From the first line of the listing below to the line with "Game: PICO-8 cartridge tama.p8", print each line exactly, and nothing more. Leave out the pictures.

--- DATASET CONTENT ---
######
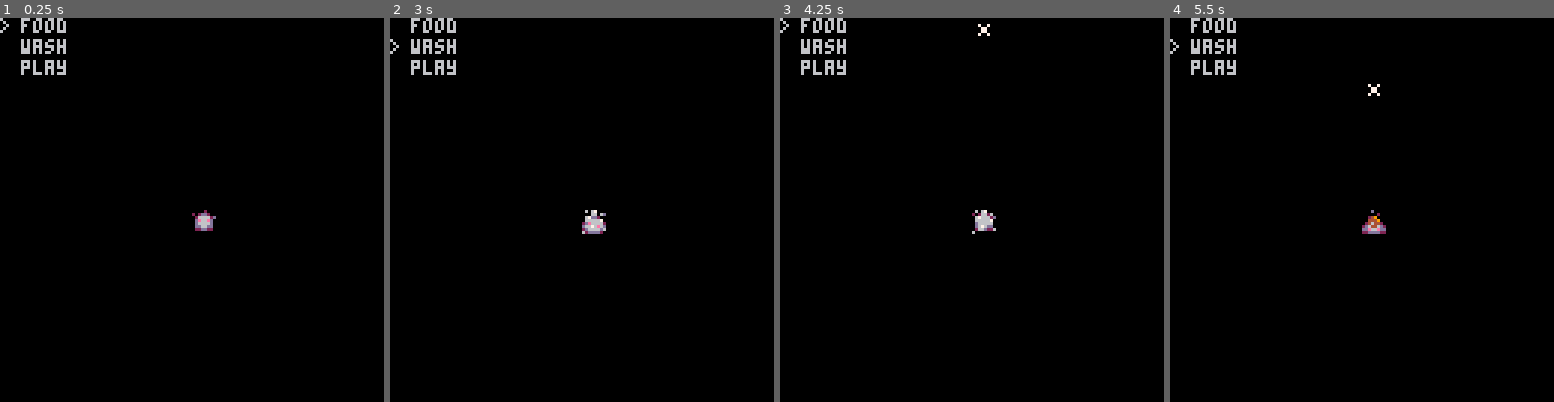
Above: before the commit, frames 1-4 (left to right).
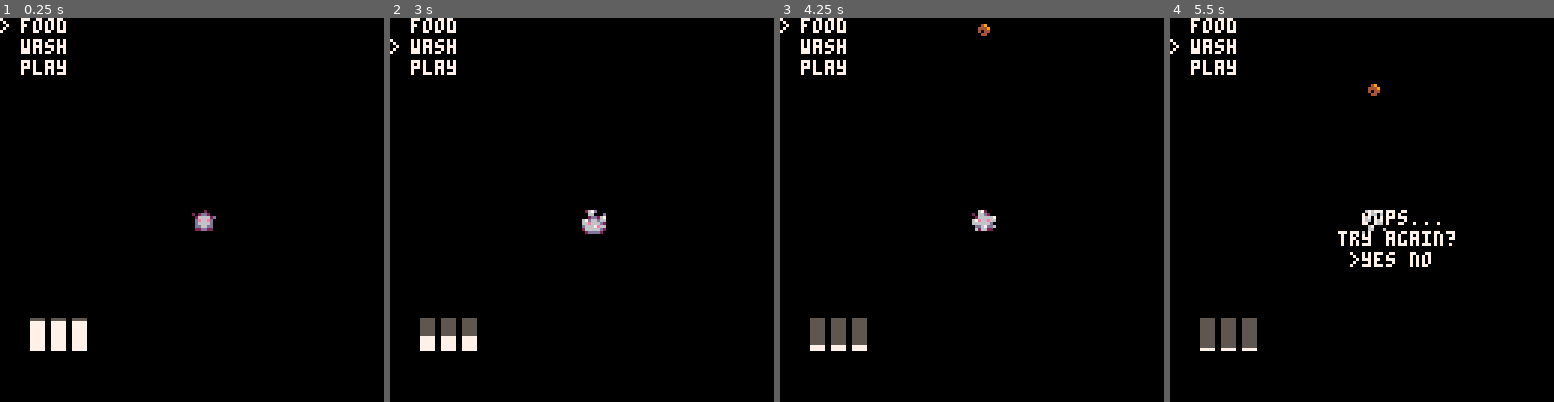
Above: after the commit, the same moments.

Repository: cbilladeau/tama
Game: PICO-8 cartridge tama.p8
The game is run twice, just before and just after one commit, with the same random seed, the same clock (stepped at 60 frames per second) and the same inputs.
Inputs:
- Up to frame 1 (0.25 s): no input
- Up to frame 2 (3 s): hold Down 2.42-2.82 s; hold Right from 2.87 s (still down)
- Up to frame 3 (4.25 s): release Right at 3.53 s; hold Up 3.58-4.08 s; hold Right from 4.13 s (still down)
- Up to frame 4 (5.5 s): release Right at 4.53 s; hold Down 4.58-5.08 s

The runs differ from the first frame. In frame 1, 1.8% of the frame differs, in the area x 0-23%, y 0-87%; in frame 2, 1.9%; in frame 3, 2.1%; in frame 4, 3.2%, in the area x 0-75%, y 0-87%.

Commit message:
making stats semi functional, dead state wip

Diff:
--- a/tama.p8
+++ b/tama.p8
@@ -1,5 +1,5 @@
 pico-8 cartridge // http://www.pico-8.com
-version 16
+version 18
 __lua__
 function _init()
  tama_init()
@@ -13,20 +13,20 @@
 function _update()
  tama_update()
  menu_update()
- stats_update()
  food_update()
  wash_update()
  play_update()
+	stats_update()
 end
 
 function _draw()
  cls()
  tama_draw()
  menu_draw()
- stats_draw()
  food_draw()
  wash_draw()
  play_draw()
+ stats_draw()
 end
 -->8
 function tama_init()
@@ -36,6 +36,7 @@
  tama.food=false
  tama.wash=false
  tama.play=false
+ tama.dead=false
 end
 
 function tama_update()
@@ -46,17 +47,28 @@
  if tama.sprt>4 then
   tama.sprt=1
  end
+ if stats.food==110 or stats.wash==110 or stats.play==110 then
+ 	tama.dead=true
+ end
 end
 
 function tama_draw()
- spr(tama.sprt,64,64)
+	if not tama.dead then
+	 spr(tama.sprt,64,64)
+	else
+		print('oops...',64,64)
+		print('try again?',56,71)
+		print('>',60,78)
+		print('yes',64,78)
+		print('no',80,78)
+	end
 end
 -->8
 function food_init()
  food={}
  food.y=-10
  food.dy=10
- food.sprt=0
+ food.sprt=5
  food.tmr=0
 end
 
@@ -69,6 +81,7 @@
   if food.y>64 then
    food.y=-10
    food.tmr=0
+   stats.food-=1
    tama.food=false
   end
  end
@@ -85,11 +98,12 @@
 end
 
 function stats_init()
- -- stats={}
- -- stats.food=110
- -- stats.wash=100
- -- stats.play=115
- -- stats.yd=10
+ stats={}
+ stats.food=100
+ stats.wash=100
+ stats.play=100
+ stats.yd=10
+ stats.tmr=0
 end
 
 function menu_update()
@@ -111,6 +125,21 @@
 end
 
 function stats_update()
+	stats.tmr+=1
+	if stats.food<100 then
+		stats.food=100
+	end
+	if stats.wash<100 then
+		stats.wash=100
+	end
+	if stats.play<100 then
+		stats.play=100
+	end
+	if stats.tmr%15==2 and not tama.dead then
+		stats.food+=1
+		stats.wash+=1
+		stats.play+=1
+	end
 end
 
 function menu_draw()
@@ -121,15 +150,18 @@
 end
 
 function stats_draw()
- -- rectfill(10,120,14,stats.food)
- -- rectfill(17,120,21,stats.wash)
- -- rectfill(24,120,28,stats.play)
+ rectfill(10,110,14,100,5)
+ rectfill(17,110,21,100,5)
+ rectfill(24,110,28,100,5)
+ rectfill(10,110,14,stats.food,7)
+ rectfill(17,110,21,stats.wash,7)
+ rectfill(24,110,28,stats.play,7)
 end
 -->8
 function wash_init()
  wash={}
  wash.y=-10
- wash.sprt=5
+ wash.sprt=6
  wash.tmr=0
 end
 
@@ -142,11 +174,12 @@
    if wash.tmr>120 then
     wash.tmr=0
     wash.y=-10
+    stats.wash-=20
     tama.wash=false
    end
   end
-  if wash.sprt>6 then
-   wash.sprt=5
+  if wash.sprt>7 then
+   wash.sprt=6
   end
  end
 end
@@ -172,6 +205,7 @@
   if play.x>128 then
    play.x=-10
    play.tmr=0
+   stats.play-=10
    tama.play=false
   end
  end
######
--- ANSWER TO THIS TASK ---
Above: before the commit, frames 1-4 (left to right).
Above: after the commit, the same moments.

Repository: cbilladeau/tama
Game: PICO-8 cartridge tama.p8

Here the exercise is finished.